Institute of Molecular Medicine, Beijing Key Laboratory of Cardiometabolic Molecular Medicine, College of Future Technology, Peking University, Beijing 100871, China.
Institute of Molecular Medicine, Beijing Key Laboratory of Cardiometabolic Molecular Medicine, College of Future Technology, Peking University, Beijing 100871, China; Peking-Tsinghua Center for Life Sciences, Peking University, Beijing 100871, China.
Cell Metab. 2022 Sep 6;34(9):1325-1341.e6. doi: 10.1016/j.cmet.2022.07.011. Epub 2022 Aug 16.
Uncoupling protein 1 (UCP1)-mediated adaptive thermogenesis protects mammals against hypothermia and metabolic dysregulation. Whether and how mitochondrial calcium regulates this process remains unclear. Here, we show that mitochondrial calcium uniporter (MCU) recruits UCP1 through essential MCU regulator (EMRE) to form an MCU-EMRE-UCP1 complex upon adrenergic stimulation. This complex formation increases mitochondrial calcium uptake to accelerate the tricarboxylic acid cycle and supply more protons that promote uncoupled respiration, functioning as a thermogenic uniporter. Mitochondrial calcium uptake 1 (MICU1) negatively regulates thermogenesis probably through inhibiting thermogenic uniporter formation. Accordingly, the deletion of Mcu or Emre in brown adipocytes markedly impairs thermogenesis and exacerbates obesity and metabolic dysfunction. Remarkably, the enhanced assembly of the thermogenic uniporter via Micu1 knockout or expressing linked EMRE-UCP1 results in opposite phenotypes. Thus, we have uncovered a "thermoporter" that provides a driving force for the UCP1 operation in thermogenesis, which could be leveraged to combat obesity and associated metabolic disorders.

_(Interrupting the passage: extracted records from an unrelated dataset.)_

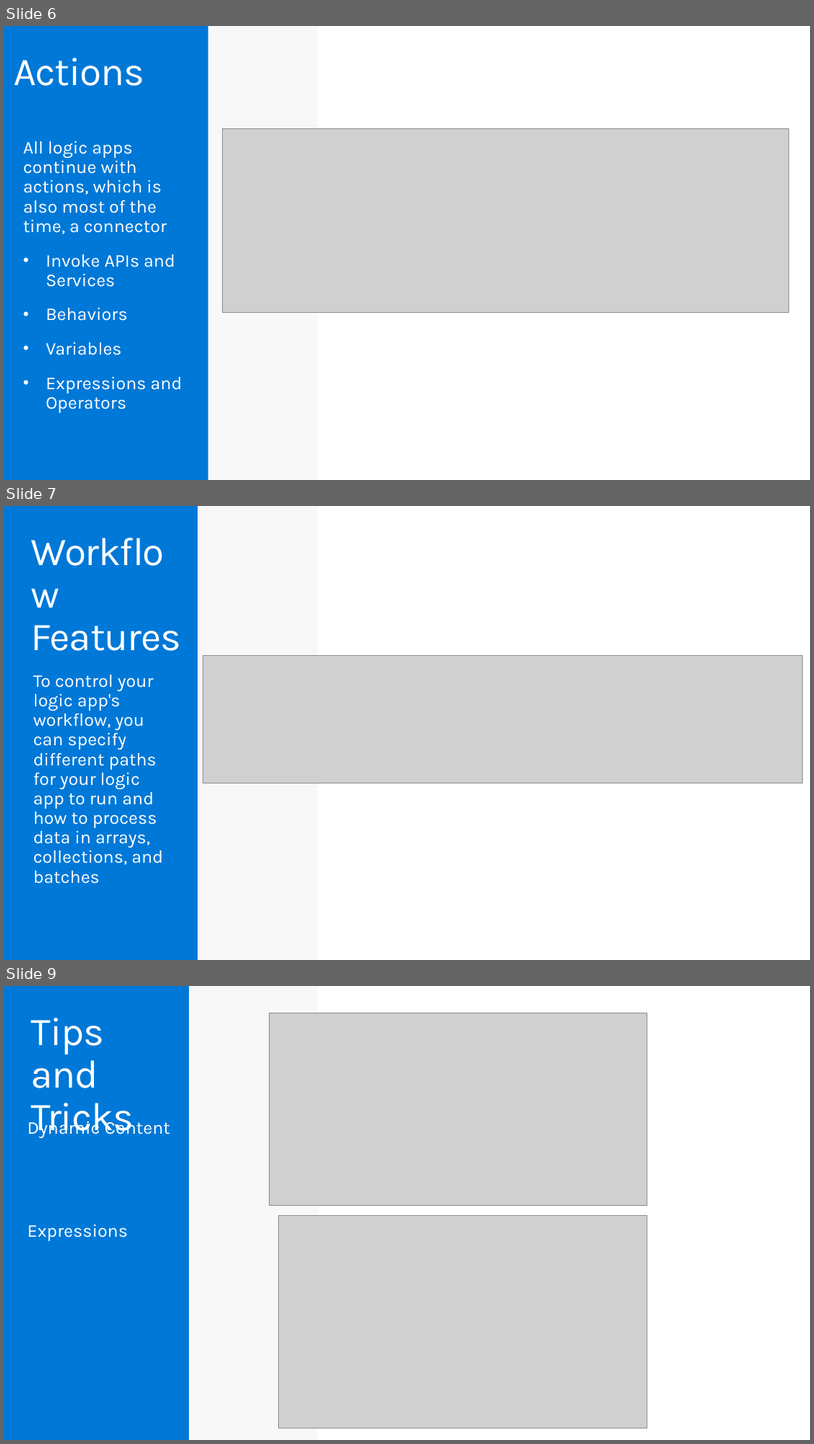
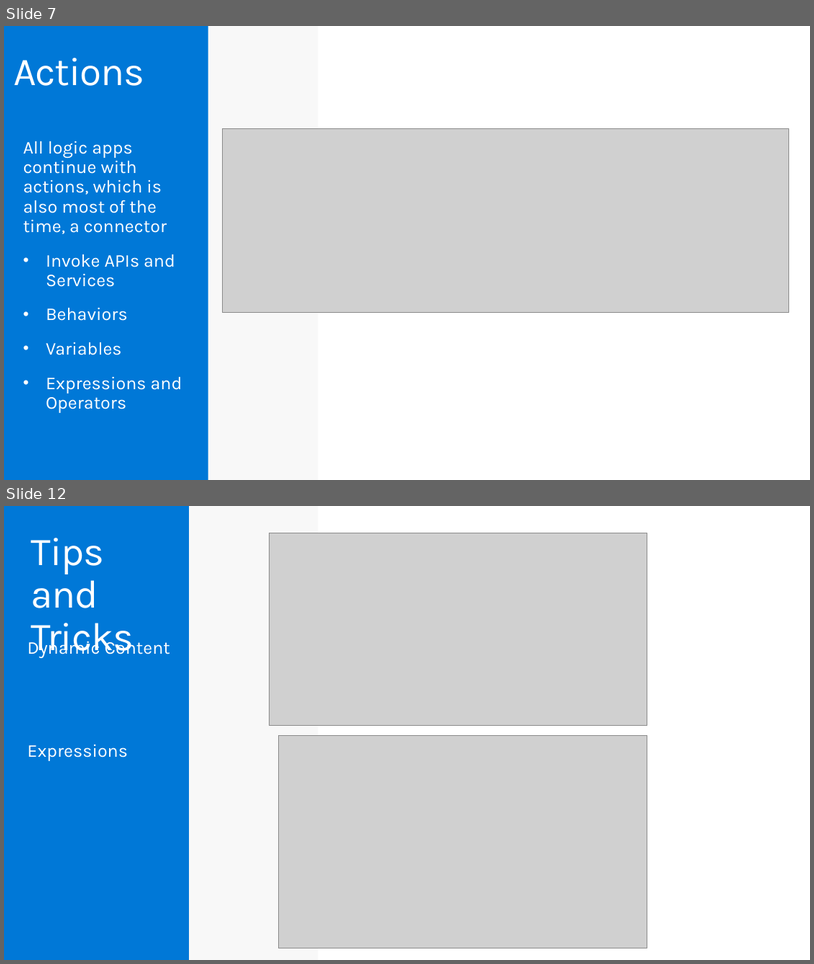
Before and after one commit to codingwithsasquatch/serverless_ninjas_workshop, a slide deck: 5-Logic_App_Overview/Serverless_Workshop-Logic_Apps_Overview.pptx. Shown one above the other, each under a label of ours: slides 6, 7 and 9 before the commit, slides 7 and 12 after it; the slides between them are not shown. The pictures are 814x1444 and 814x964 pixels, drawn with LibreOffice and Linux fonts; fonts in the diff are those of the drawing; grey boxes stand for pictures. Boxes give left, top, right and bottom in pixels: in the first picture for what was removed or moved away, otherwise in the second. Text is boxed around its words. In the diff, an @@ line names an element or a change of style, - is before the commit and + after.

```diff
--- a/5-Logic_App_Overview/Serverless_Workshop-Logic_Apps_Overview.pptx
+++ b/5-Logic_App_Overview/Serverless_Workshop-Logic_Apps_Overview.pptx
@@ slide 7 removed at box(4, 506, 810, 960), background #F8F8F8; not listed: 1 template element that a slide beside it also shows @@
@@ rectangle removed at box(4, 506, 198, 960) @@
@@ text removed at box(31, 625, 181, 651) @@
-Workflow Features
@@ picture removed at box(203, 656, 803, 783) @@
@@ text removed at box(34, 674, 163, 865) @@
-  To control your logic app's workflow, you can specify different paths for your logic app to run and how to process data in arrays, collections, and batches
@@ what was slide 6 is now slide 7 @@
@@ what was slide 9 is now slide 12 @@
```
Also in this commit, not shown: 8 slides changed, 13 slides added, 5 other slides removed, 2 other files.
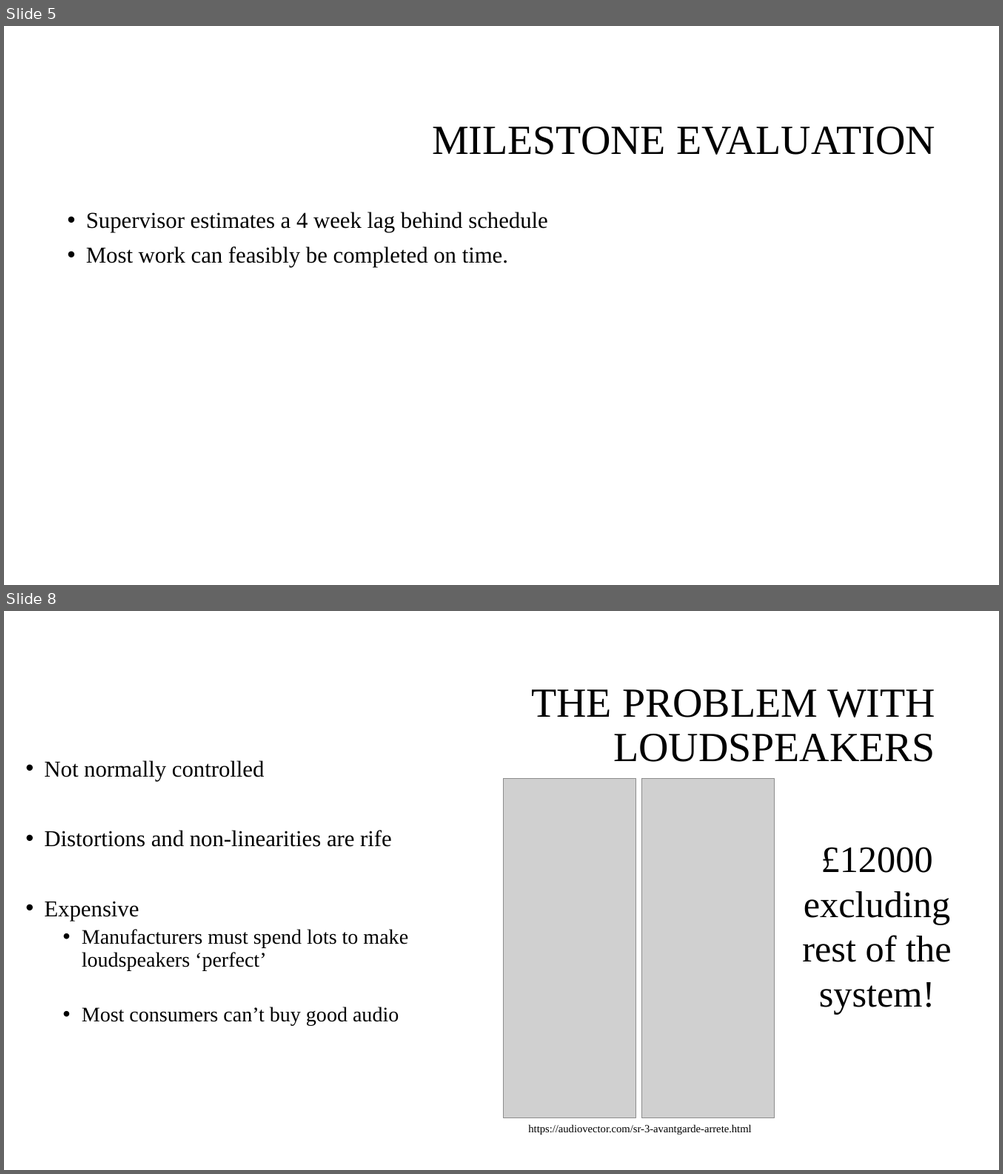
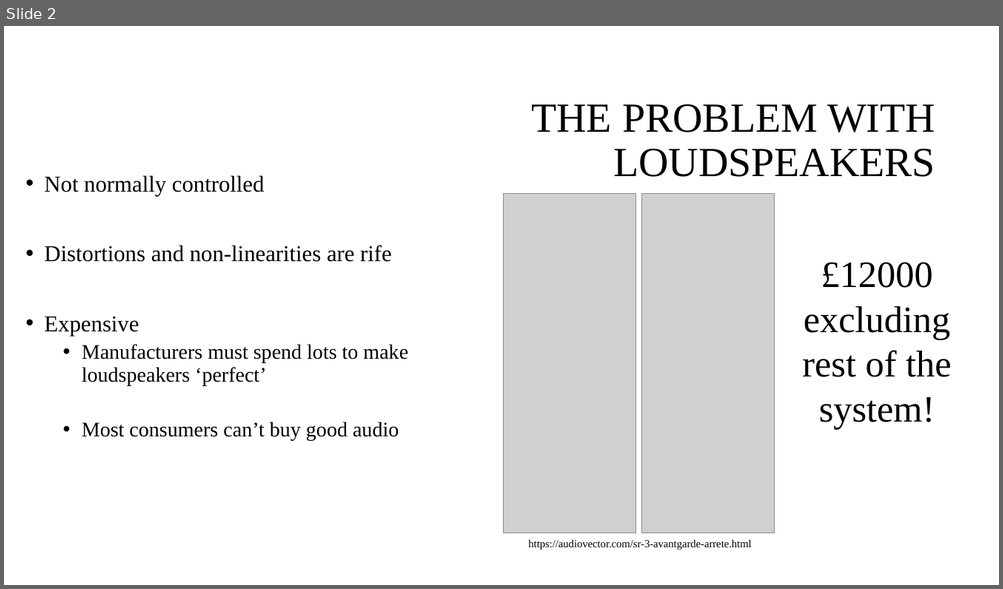
Before and after one commit to spez1998/3rd-year-project, a slide deck: Deliverables/2ndMarkerViva/viva_presentation.pptx. Shown one above the other, each under a label of ours: slides 5 and 8 before the commit, slide 2 after it; the slides between them are not shown. The pictures are 1003x1174 and 1003x589 pixels, drawn with LibreOffice and Linux fonts; fonts in the diff are those of the drawing; grey boxes stand for pictures; background and template pictures are left out. Boxes give left, top, right and bottom in pixels: in the first picture for what was removed or moved away, otherwise in the second. Text is boxed around its words. In the diff, an @@ line names an element or a change of style, - is before the commit and + after.

```diff
--- a/Deliverables/2ndMarkerViva/viva_presentation.pptx
+++ b/Deliverables/2ndMarkerViva/viva_presentation.pptx
@@ slide 5 removed at (x1=4, y1=26, x2=999, y2=585), background #FFFFFF @@
@@ title removed at (x1=432, y1=127, x2=935, y2=155) @@
-MILESTONE EVALUATION
@@ text removed at (x1=86, y1=212, x2=548, y2=267) @@
-• Supervisor estimates a 4 week lag behind schedule
-• Most work can feasibly be completed on time.
@@ what was slide 8 is now slide 2 @@
```
Also in this commit, not shown: 4 slides changed, 2 slides added, 4 other slides removed, 1 other file.

解偶联蛋白 1(UCP1)介导的适应性产热可保护哺乳动物免受体温过低和代谢失调的影响。线粒体钙是否以及如何调节这一过程尚不清楚。在这里,我们表明,线粒体钙单向转运蛋白(MCU)通过必需的 MCU 调节剂(EMRE)募集 UCP1,在肾上腺素刺激下形成 MCU-EMRE-UCP1 复合物。这种复合物的形成增加了线粒体钙摄取,以加速三羧酸循环并提供更多质子,促进解偶联呼吸,作为产热单向转运蛋白发挥作用。线粒体钙摄取 1(MICU1)通过抑制产热单向转运蛋白的形成来负调节产热。因此,棕色脂肪细胞中 Mcu 或 Emre 的缺失会显著损害产热作用,并加剧肥胖和代谢功能障碍。值得注意的是,通过 Micu1 敲除或表达连接的 EMRE-UCP1 增强产热单向转运蛋白的组装会导致相反的表型。因此,我们发现了一种“热载体”,为 UCP1 在产热中的作用提供了驱动力,这可能被利用来对抗肥胖和相关的代谢紊乱。